Assistant manager Kathryn McIntyre agrees. "We really turned some people onto it," she said.
The refill station has been a convenient way for Mabou resident Hilary Müller to buy laundry detergent and load up on spices while reducing waste.
"For the last many decades, our modern culture has pretty much been a disposable culture of buying," Müller said. "And with that comes so much garbage, and all of that garbage has to go somewhere."
Müller said she didn't like the small plastic bags that held her spices.
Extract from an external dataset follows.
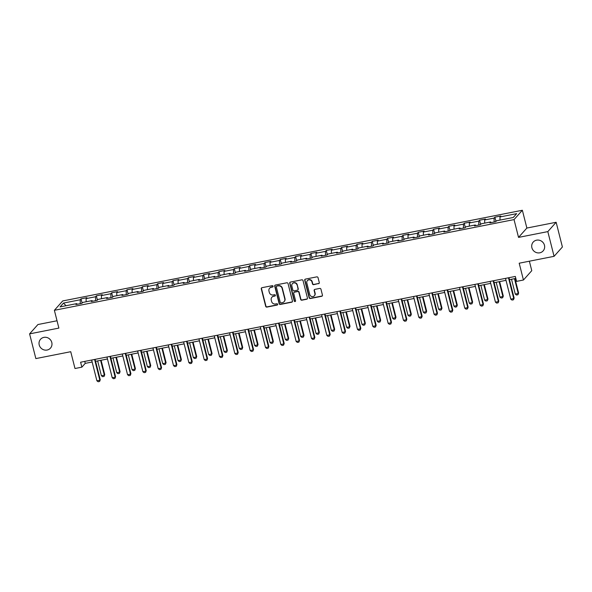 <?xml version="1.0" encoding="UTF-8"?>
<svg xmlns="http://www.w3.org/2000/svg" width="592" height="592" viewBox="0 0 592 592"><rect width="100%" height="100%" fill="white"/><g stroke="black" fill="none" stroke-linecap="round" stroke-linejoin="round"><path stroke-width="0.89" d="M273.082 286.217A0.71 0.673 -138.3 0 0 272.239 285.67L261.99 287.69A1.021 0.962 -138.3 0 0 261.272 288.852L265.69 306.316A1.021 0.962 -138.3 0 0 266.896 307.1L277.145 305.072A0.71 0.673 -138.3 0 0 277.648 304.266A0.71 0.673 -138.3 0 0 276.804 303.718L275.48 303.977A3.263 3.086 -138.3 0 1 271.602 301.483L271.24 300.026A3.263 3.086 -138.3 0 1 273.534 296.311L274.866 296.052A0.71 0.673 -138.3 0 0 275.369 295.238A0.71 0.673 -138.3 0 0 274.518 294.69L273.193 294.957A3.263 3.086 -138.3 0 1 269.323 292.455L268.953 291.005A3.263 3.086 -138.3 0 1 271.254 287.29L272.579 287.024A0.71 0.673 -138.3 0 0 273.082 286.217M531.89 247.73A6.645 6.283 -138.3 0 0 543.138 250.912A6.645 6.283 -138.3 0 0 539.623 240.3A6.645 6.283 -138.3 0 0 531.89 247.73M541.858 241.395A6.645 6.283 -138.3 0 0 542.82 242.246M39.213 344.951A6.645 6.283 -138.3 0 0 50.461 348.133A6.645 6.283 -138.3 0 0 46.953 337.514A6.645 6.283 -138.3 0 0 39.213 344.951M49.18 338.617A6.645 6.283 -138.3 0 0 50.142 339.468M318.548 283.709A1.021 0.962 -138.3 0 0 319.273 282.547L318.03 277.648A1.021 0.962 -138.3 0 0 316.816 276.871L305.435 279.113A1.021 0.962 -138.3 0 0 304.717 280.275L309.142 297.746A1.021 0.962 -138.3 0 0 310.349 298.523L321.73 296.281A1.021 0.962 -138.3 0 0 322.448 295.119L320.953 289.199A1.021 0.962 -138.3 0 0 319.739 288.415L314.87 289.377A1.021 0.962 -138.3 0 0 314.152 290.539L314.892 293.477A2.731 2.575 -138.3 0 1 311.718 296.525A2.731 2.575 -138.3 0 1 309.734 294.49L306.826 282.991A2.731 2.575 -138.3 0 1 310.001 279.942A2.731 2.575 -138.3 0 1 311.984 281.977L312.472 283.894A1.021 0.962 -138.3 0 0 313.679 284.671L318.777 283.457A1.021 0.962 -138.3 0 0 319.169 283.279M57.024 320.768L37.925 324.534L29.6 333.873L35.853 358.589L70.737 351.707L74.992 368.513L81.866 367.158L80.616 362.215L515.321 276.434L516.572 281.378L523.446 280.016L531.771 270.677L529.374 261.205M547.822 231.613L556.147 222.274L526.865 228.053L518.54 237.392L547.822 231.613L554.075 256.329L519.191 263.211L523.446 280.016M518.54 237.392L514.041 219.595L54.375 310.304L62.7 300.958L522.359 210.256L514.041 219.595M29.6 333.873L58.882 328.094L54.375 310.304M288.038 283.568A1.021 0.962 -138.3 0 0 286.824 282.791L275.443 285.033A1.021 0.962 -138.3 0 0 274.725 286.195L279.143 303.659A1.021 0.962 -138.3 0 0 280.356 304.443L291.738 302.194A1.021 0.962 -138.3 0 0 292.455 301.039L288.038 283.568M290.443 282.073L301.824 279.831A1.021 0.962 -138.3 0 1 303.03 280.608L307.455 298.079A1.021 0.962 -138.3 0 1 306.73 299.234L301.861 300.196A1.021 0.962 -138.3 0 1 300.655 299.419L298.856 292.337A1.021 0.962 -138.3 0 0 297.65 291.553L294.416 292.189A1.021 0.962 -138.3 0 0 293.699 293.351L295.563 300.729A0.71 0.673 -138.3 0 1 294.735 301.528A0.71 0.673 -138.3 0 1 294.217 300.995L289.725 283.235A1.021 0.962 -138.3 0 1 290.443 282.073M556.147 222.274L562.4 246.99L554.075 256.329M494.89 217.183L494.068 218.108L484.633 219.972L485.455 219.047L479.557 220.209L478.736 221.134L469.308 222.992L470.129 222.074L464.232 223.236L463.41 224.153L453.975 226.018L454.797 225.101L448.906 226.262L448.085 227.18L438.65 229.045L439.471 228.12L433.573 229.282L432.752 230.207L423.317 232.071L424.138 231.146L418.248 232.308L417.427 233.233L407.992 235.091L408.813 234.173L402.915 235.335L402.094 236.26L392.666 238.117L393.488 237.2L387.59 238.361L386.768 239.279L377.333 241.144L378.155 240.219L372.257 241.381L371.436 242.306L362.008 244.17L362.829 243.245L356.932 244.407L356.11 245.332L346.675 247.19L347.497 246.272L341.606 247.434L340.785 248.359L331.35 250.216L332.171 249.299L326.273 250.46L325.452 251.378L316.017 253.243L316.838 252.318L310.948 253.48L310.127 254.405L300.692 256.269L301.513 255.344L295.615 256.506L294.794 257.431L285.366 259.289L286.188 258.371L280.29 259.533L279.468 260.458L270.033 262.315L270.855 261.398L264.957 262.559L264.136 263.477L254.708 265.342L255.529 264.417L249.632 265.586L248.81 266.504L239.375 268.368L240.197 267.443L234.306 268.605L233.485 269.53L224.05 271.388L224.871 270.47L218.973 271.632L218.152 272.557L208.717 274.414L209.538 273.497L203.648 274.658L202.827 275.576L193.392 277.441L194.213 276.516L188.315 277.685L187.494 278.603L178.066 280.467L178.888 279.542L172.99 280.704L172.168 281.629L162.733 283.487L163.555 282.569L157.657 283.731L156.843 284.656L147.408 286.513L148.229 285.596L142.332 286.757L141.51 287.675L132.075 289.54L132.897 288.615L127.006 289.784L126.185 290.702L116.75 292.566L117.571 291.641L111.673 292.803L110.852 293.728L101.424 295.586L102.238 294.668L96.348 295.83L95.527 296.755L86.092 298.612L86.913 297.695L81.015 298.856L80.194 299.774L63.492 303.074L60.073 306.908L76.775 303.615L75.954 304.532L81.851 303.37L82.673 302.453L92.108 300.588L91.286 301.513L97.177 300.344L97.998 299.426L107.433 297.561L106.612 298.486L112.51 297.325L113.331 296.4L122.766 294.542L121.945 295.46L127.835 294.298L128.656 293.373L138.091 291.516L137.27 292.433L143.168 291.271L143.989 290.354L153.417 288.489L152.595 289.414L158.493 288.245L159.315 287.327L168.75 285.462L167.928 286.387L173.826 285.226L174.647 284.301L184.075 282.443L183.254 283.361L189.151 282.199L189.973 281.274L199.408 279.417L198.586 280.334L204.477 279.172L205.298 278.255L214.733 276.39L213.912 277.315L219.81 276.146L220.631 275.228L230.066 273.363L229.245 274.288L235.135 273.127L235.956 272.202L245.391 270.344L244.57 271.262L250.468 270.1L251.289 269.175L260.717 267.318L259.895 268.235L265.793 267.073L266.615 266.156L276.05 264.291L275.228 265.216L281.126 264.047L281.947 263.129L291.375 261.264L290.554 262.189L296.451 261.028L297.273 260.103L306.708 258.245L305.886 259.163L311.777 258.001L312.598 257.076L322.033 255.219L321.212 256.136L327.11 254.974L327.931 254.057L337.366 252.192L336.545 253.117L342.435 251.948L343.256 251.03L352.691 249.165L351.87 250.09L357.768 248.929L358.589 248.004L368.017 246.146L367.195 247.064L373.093 245.902L373.915 244.977L383.35 243.12L382.528 244.037L388.426 242.875L389.247 241.958L398.675 240.093L397.854 241.018L403.751 239.849L404.573 238.931L414.008 237.066L413.186 237.991L419.077 236.83L419.898 235.905L429.333 234.047L428.512 234.965L434.41 233.803L435.231 232.878L444.666 231.021L443.845 231.938L449.735 230.776L450.556 229.859L459.991 227.994L459.17 228.919L465.068 227.75L465.889 226.832L475.317 224.967L474.495 225.892L480.393 224.731L481.215 223.806L490.65 221.948L489.828 222.866L495.726 221.704L496.54 220.779L513.249 217.486L516.668 213.645L499.966 216.946L500.788 216.021L494.89 217.183L495.963 221.43M494.15 222.015L494.068 218.108M484.7 223.117L484.633 219.972M490.65 221.948L491.086 222.622M478.817 225.041L478.736 221.134M469.367 226.144L469.308 222.992M475.317 224.967L475.753 225.641M463.492 228.061L463.41 224.153M454.042 229.171L453.975 226.018M459.991 227.994L460.428 228.667M448.159 231.087L448.085 227.18M438.716 232.19L438.65 229.045M444.666 231.021L445.095 231.694M432.833 234.114L432.752 230.207M423.384 235.216L423.317 232.071M429.333 234.047L429.77 234.721M417.501 237.14L417.427 233.233M408.058 238.243L407.992 235.091M414.008 237.066L414.437 237.74M402.175 240.16L402.094 236.26M392.725 241.27L392.666 238.117M398.675 240.093L399.112 240.766M386.85 243.186L386.768 239.279M377.4 244.289L377.333 241.144M383.35 243.12L383.786 243.793M371.517 246.213L371.436 242.306M362.067 247.315L362.008 244.17M368.017 246.146L368.453 246.82M356.192 249.239L356.11 245.332M346.742 250.342L346.675 247.19M352.691 249.165L353.128 249.839M340.859 252.259L340.785 248.359M331.416 253.369L331.35 250.216M337.366 252.192L337.795 252.865M325.533 255.285L325.452 251.378M316.084 256.388L316.017 253.243M322.033 255.219L322.47 255.892M310.201 258.312L310.127 254.405M300.758 259.414L300.692 256.269M306.708 258.245L307.137 258.919M294.875 261.338L294.794 257.431M285.425 262.441L285.366 259.289M291.375 261.264L291.812 261.938M279.55 264.358L279.468 260.458M270.1 265.468L270.033 262.315M276.05 264.291L276.486 264.964M264.217 267.384L264.136 263.477M254.767 268.487L254.708 265.342M260.717 267.318L261.153 267.991M248.892 270.411L248.81 266.504M239.442 271.513L239.375 268.368M245.391 270.344L245.828 271.018M233.559 273.437L233.485 269.53M224.116 274.54L224.05 271.388M230.066 273.363L230.495 274.037M218.233 276.457L218.152 272.557M208.784 277.567L208.717 274.414M214.733 276.39L215.17 277.063M202.908 279.483L202.827 275.576M193.458 280.586L193.392 277.441M199.408 279.417L199.837 280.09M187.575 282.51L187.494 278.603M178.125 283.612L178.066 280.467M184.075 282.443L184.512 283.117M172.25 285.536L172.168 281.629M162.8 286.639L162.733 283.487M168.75 285.462L169.186 286.136M156.917 288.556L156.843 284.656M147.467 289.666L147.408 286.513M153.417 288.489L153.853 289.162M141.592 291.582L141.51 287.675M132.142 292.685L132.075 289.54M138.091 291.516L138.528 292.189M126.259 294.609L126.185 290.702M116.816 295.711L116.75 292.566M122.766 294.542L123.195 295.216M110.933 297.635L110.852 293.728M101.484 298.738L101.424 295.586M107.433 297.561L107.87 298.235M95.608 300.655L95.527 296.755M86.158 301.765L86.092 298.612M92.108 300.588L92.537 301.261M80.275 303.681L80.194 299.774M66.052 305.731L63.492 303.074M76.775 303.615L77.212 304.288M526.865 228.053L522.359 210.256M81.866 367.158L85.241 363.37L92.145 362.008M95.593 361.327L107.478 358.981M110.919 358.301L122.803 355.955M126.244 355.274L138.136 352.928M141.577 352.255L153.461 349.909M156.902 349.228L168.787 346.882M172.235 346.202L184.119 343.856M187.56 343.175L199.445 340.829M202.893 340.156L214.778 337.81M218.219 337.129L230.103 334.783M233.544 334.103L245.436 331.757M248.877 331.076L260.761 328.73M264.202 328.057L276.087 325.711M279.535 325.03L291.419 322.684M294.86 322.004L306.745 319.658M310.193 318.977L322.078 316.631M325.519 315.958L337.403 313.612M340.844 312.931L352.736 310.585M356.177 309.905L368.061 307.559M371.502 306.878L383.387 304.532M386.835 303.859L398.719 301.513M402.16 300.832L414.045 298.486M417.493 297.806L429.378 295.46M432.819 294.779L444.703 292.433M448.144 291.76L460.036 289.414M463.477 288.733L475.361 286.387M478.802 285.707L490.687 283.361M494.135 282.68L506.019 280.334M509.46 279.661L515.817 278.403M500.025 220.091L499.966 216.946M84.745 361.401L85.241 363.37M82.096 303.104L81.015 298.856M97.421 300.077L96.348 295.83M112.746 297.051L111.673 292.803M128.079 294.024L127.006 289.784M143.405 291.005L142.332 286.757M158.737 287.978L157.657 283.731M174.063 284.952L172.99 280.704M189.396 281.925L188.315 277.685M204.721 278.906L203.648 274.658M220.046 275.879L218.973 271.632M235.379 272.853L234.306 268.605M250.705 269.826L249.632 265.586M266.037 266.807L264.957 262.559M281.363 263.78L280.29 259.533M296.696 260.754L295.615 256.506M312.021 257.727L310.948 253.48M327.346 254.708L326.273 250.46M342.679 251.681L341.606 247.434M358.005 248.655L356.932 244.407M373.337 245.628L372.257 241.381M388.663 242.609L387.59 238.361M403.988 239.582L402.915 235.335M419.321 236.556L418.248 232.308M434.646 233.529L433.573 229.282M449.979 230.51L448.906 226.262M465.305 227.483L464.232 223.236M480.637 224.457L479.557 220.209M273.038 286.683A0.71 0.673 -138.3 0 1 272.808 286.772L271.476 287.039A3.263 3.086 -138.3 0 0 269.826 287.971L269.604 288.223M271.891 297.251L272.113 296.992A3.263 3.086 -138.3 0 1 273.763 296.059L275.088 295.8A0.71 0.673 -138.3 0 0 275.317 295.704M261.597 287.867A1.021 0.962 -138.3 0 0 261.494 288.6L265.912 306.064A1.021 0.962 -138.3 0 0 267.125 306.848L277.374 304.821A0.71 0.673 -138.3 0 0 277.604 304.732M275.051 285.211A1.021 0.962 -138.3 0 0 274.947 285.943L279.372 303.407A1.021 0.962 -138.3 0 0 280.578 304.192L291.96 301.942A1.021 0.962 -138.3 0 0 292.352 301.765M276.849 286.18A0.71 0.673 -138.3 0 0 276.346 286.994L280.223 302.327A0.71 0.673 -138.3 0 0 281.074 302.875L282.473 302.601A3.263 3.086 -138.3 0 0 284.767 298.886L282.118 288.408A3.263 3.086 -138.3 0 0 278.247 285.906L277.071 285.929A0.71 0.673 -138.3 0 0 276.708 286.136L276.486 286.387M284.123 301.661L284.345 301.409A3.263 3.086 -138.3 0 0 284.996 298.634L284.767 298.886M277.071 285.929L278.469 285.655A3.263 3.086 -138.3 0 1 282.34 288.149L284.996 298.634M293.906 292.485L294.128 292.233A1.021 0.962 -138.3 0 1 294.646 291.937L297.872 291.301A1.021 0.962 -138.3 0 1 299.086 292.085L300.877 299.167A1.021 0.962 -138.3 0 0 302.09 299.944L306.959 298.982A1.021 0.962 -138.3 0 0 307.352 298.812M290.05 282.251A1.021 0.962 -138.3 0 0 289.947 282.983L294.439 300.743A0.71 0.673 -138.3 0 0 295.519 301.195M296.999 284.981A2.731 2.575 -138.3 0 0 292.381 283.679A2.731 2.575 -138.3 0 0 291.841 286.003L292.862 290.05A1.021 0.962 -138.3 0 0 294.076 290.835L297.302 290.198A1.021 0.962 -138.3 0 0 298.028 289.037L297.221 284.73A2.731 2.575 -138.3 0 0 292.611 283.427L292.381 283.679M297.82 289.902L298.05 289.651A1.021 0.962 -138.3 0 0 298.25 288.785L298.028 289.037M297.221 284.73L298.25 288.785M307.366 280.667L307.596 280.416A2.731 2.575 -138.3 0 1 312.213 281.725L312.694 283.642A1.021 0.962 -138.3 0 0 313.908 284.419L318.777 283.457M314.352 295.8L314.574 295.549A2.731 2.575 -138.3 0 0 315.122 293.225L314.892 293.477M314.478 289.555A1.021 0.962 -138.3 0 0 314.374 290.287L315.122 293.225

She said they were messy, disposable and typically replaced with more plastic.
She and her daughter brought 24 Mason jars down to the store to restock their spice cabinet.
"If we want to preserve our beautiful spaces, we have to reduce the amount of garbage that we produce," Müller said.
A worldwide problem
Kathleen Aikens, executive director at environmental non-profit group ACAP Cape Breton, says small changes can make a difference.
"One of the best ways we have to reduce plastic is to actually switch over to reusable systems, where we have bottles that we refill every time and we reuse 40 to 50 to 100 times," Aikens said.
She said single-use plastics are an "enormous problem" across the globe. She said Canada uses 4.6-million metric tonnes of plastics every year, roughly 125 kilograms per person — a number that is expected to grow.
Allen has noticed repeat customers bringing containers to the store.
"There's really no downside," Allen said. "You're saving money, you're cutting back on waste," Allen said. "It's a win-win."